Applying for a bank loan - 19/10/2013 (If I don’t get Monash/RMIT by then, I'll have to proceed with the best offer in hand)
Arrange documents for VISA appln - 16/11/2013 (I hope to get my loan approved by then)
Pay the first semester fee - 19/11/2013 (Required before applying for Visa)
Apply for Visa - 23/11/2013 (High commission will be on leave in most days of December, so plan in advance)

Get Visa approved by mid Jan, leave your company by mid of Jan and start prepare for your Australian studies from home.. 

Well, All looks good in theory.
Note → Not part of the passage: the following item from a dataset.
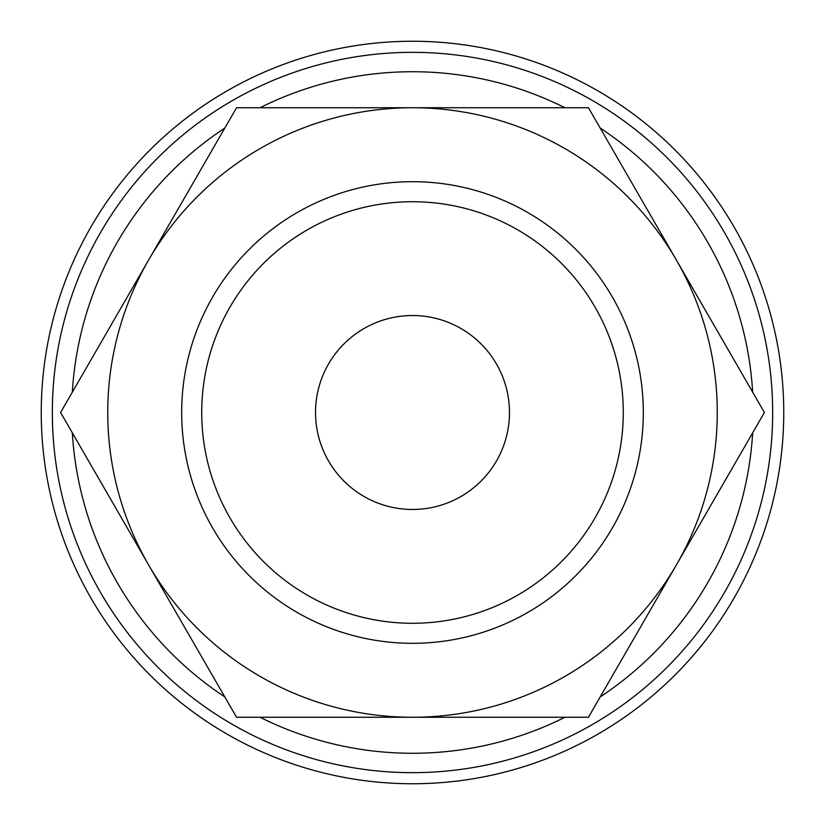 <?xml version="1.0" encoding="UTF-8"?>
<svg xmlns="http://www.w3.org/2000/svg" width="825" height="825" viewBox="0 0 825 825"><rect width="100%" height="100%" fill="white"/><g stroke="black" fill="none" stroke-linecap="round" stroke-linejoin="round"><path stroke-width="1.24" d="M772.664 412.5A360.164 360.164 0 0 0 412.5 52.336A360.164 360.164 0 0 0 52.336 412.5A360.164 360.164 0 0 0 412.5 772.664A360.164 360.164 0 0 0 772.664 412.5M752.668 392.174A340.777 340.777 0 0 0 600.188 128.071M564.981 107.745A340.777 340.777 0 0 0 260.019 107.745M224.812 128.071A340.777 340.777 0 0 0 72.332 392.174M783.75 412.5A371.25 371.25 0 0 0 412.5 41.25A371.25 371.25 0 0 0 41.25 412.5A371.25 371.25 0 0 0 412.5 783.75A371.25 371.25 0 0 0 783.75 412.5M764.404 412.5L588.452 107.745L412.5 107.745A304.755 304.755 0 0 0 148.572 564.877A304.755 304.755 0 0 0 412.5 717.255L588.452 717.255L676.428 564.877A304.755 304.755 0 0 0 412.5 107.745L236.548 107.745L60.596 412.5L236.548 717.255L412.5 717.255A304.755 304.755 0 0 0 676.428 564.877L764.404 412.5M181.686 412.5A230.814 230.814 0 0 0 412.5 643.314A230.814 230.814 0 0 0 643.314 412.5A230.814 230.814 0 0 0 412.5 181.686A230.814 230.814 0 0 0 181.686 412.5M201.723 412.5A210.777 210.777 0 0 0 412.5 623.277A210.777 210.777 0 0 0 623.277 412.5A210.777 210.777 0 0 0 412.5 201.723A210.777 210.777 0 0 0 201.723 412.5M315.532 412.5A96.968 96.968 0 0 1 412.5 315.532A96.968 96.968 0 0 1 509.468 412.5A96.968 96.968 0 0 1 412.5 509.468A96.968 96.968 0 0 1 315.532 412.5M72.332 432.826A340.777 340.777 0 0 0 224.812 696.929M260.019 717.255A340.777 340.777 0 0 0 564.981 717.255M600.188 696.929A340.777 340.777 0 0 0 752.668 432.826"/></g></svg>

I'll need a lot of luck to meet the deadlines. Post your suggestions and wish me luck!


----------



## Seema_Sinha (Oct 4, 2013)

student2014 said:


> Hi All,
> I'm an IT guy, 5 years experienced, and planning to join a Master in Business/IT course in Feb/Mar 2014 in Australia. I've applied for a couple of universities and have two offers in hand. Expecting to receive one more offer as per my consultant. I've chosen only 2 year courses as I'm looking forward for a work visa for 2 more years post my studies. Now its time to do a little research about funding for my studies. I would like to share my frets and fears with fellow aspirants for a 2014 intake.
> 
> Universities and Courses I've applied: (in order of priority)
> ...


Hi There,
I am also planning to pursue two years Master in Information System from 
CQ university. I did my MSc in Bioinformatics and having around nine years of professional experience in IT industry.Moreover I have worked as a Software Engineer in the US and germany. Please let me know how to proceed further.


----------



## student2014 (Oct 1, 2013)

Hello Seema,
Are you planning to start your course in Feb 2014? Then its high time u apply. I applied thru IDP. They will help u thru all process..

Can you detail your plan?


----------



## student2014 (Oct 1, 2013)

I got my Monash offer on 4th October.


----------



## Seema_Sinha (Oct 4, 2013)

student2014 said:


> I got my Monash offer on 4th October.


I am glad to know that you got offer from Monash..Well I am planning to attend July Intake 2014 instead of Feb. My friends suggest me to apply yourself..Do not hire any agent..that is why I`ll apply myself..


----------



## student2014 (Oct 1, 2013)

Well, thats fine if you have done good research and come down to one university. That was not my case! Going thru consultancy saved me a lot of time and work.. Also, application fee waived..


----------



## student2014 (Oct 1, 2013)

[_Applying for a bank loan - 19/10/2013_] --> APPLIED ONLY BY 25/10/2013, guess I delayed it by a week.
Arrange documents for VISA appln - 16/11/2013 (I hope to get my loan approved by then)
Pay the first semester fee - 19/11/2013 (Required before applying for Visa)
Apply for Visa - 23/11/2013 (High commission will be on leave in most days of December, so plan in advance


----------



## Antoine Hixon (Oct 20, 2013)

Seema_Sinha said:


> Hi There,
> I am also planning to pursue two years Master in Information System from
> CQ university. I did my MSc in Bioinformatics and having around nine years of professional experience in IT industry. Moreover I have worked as a Software Engineer in the US and Germany. Please let me know how to proceed further.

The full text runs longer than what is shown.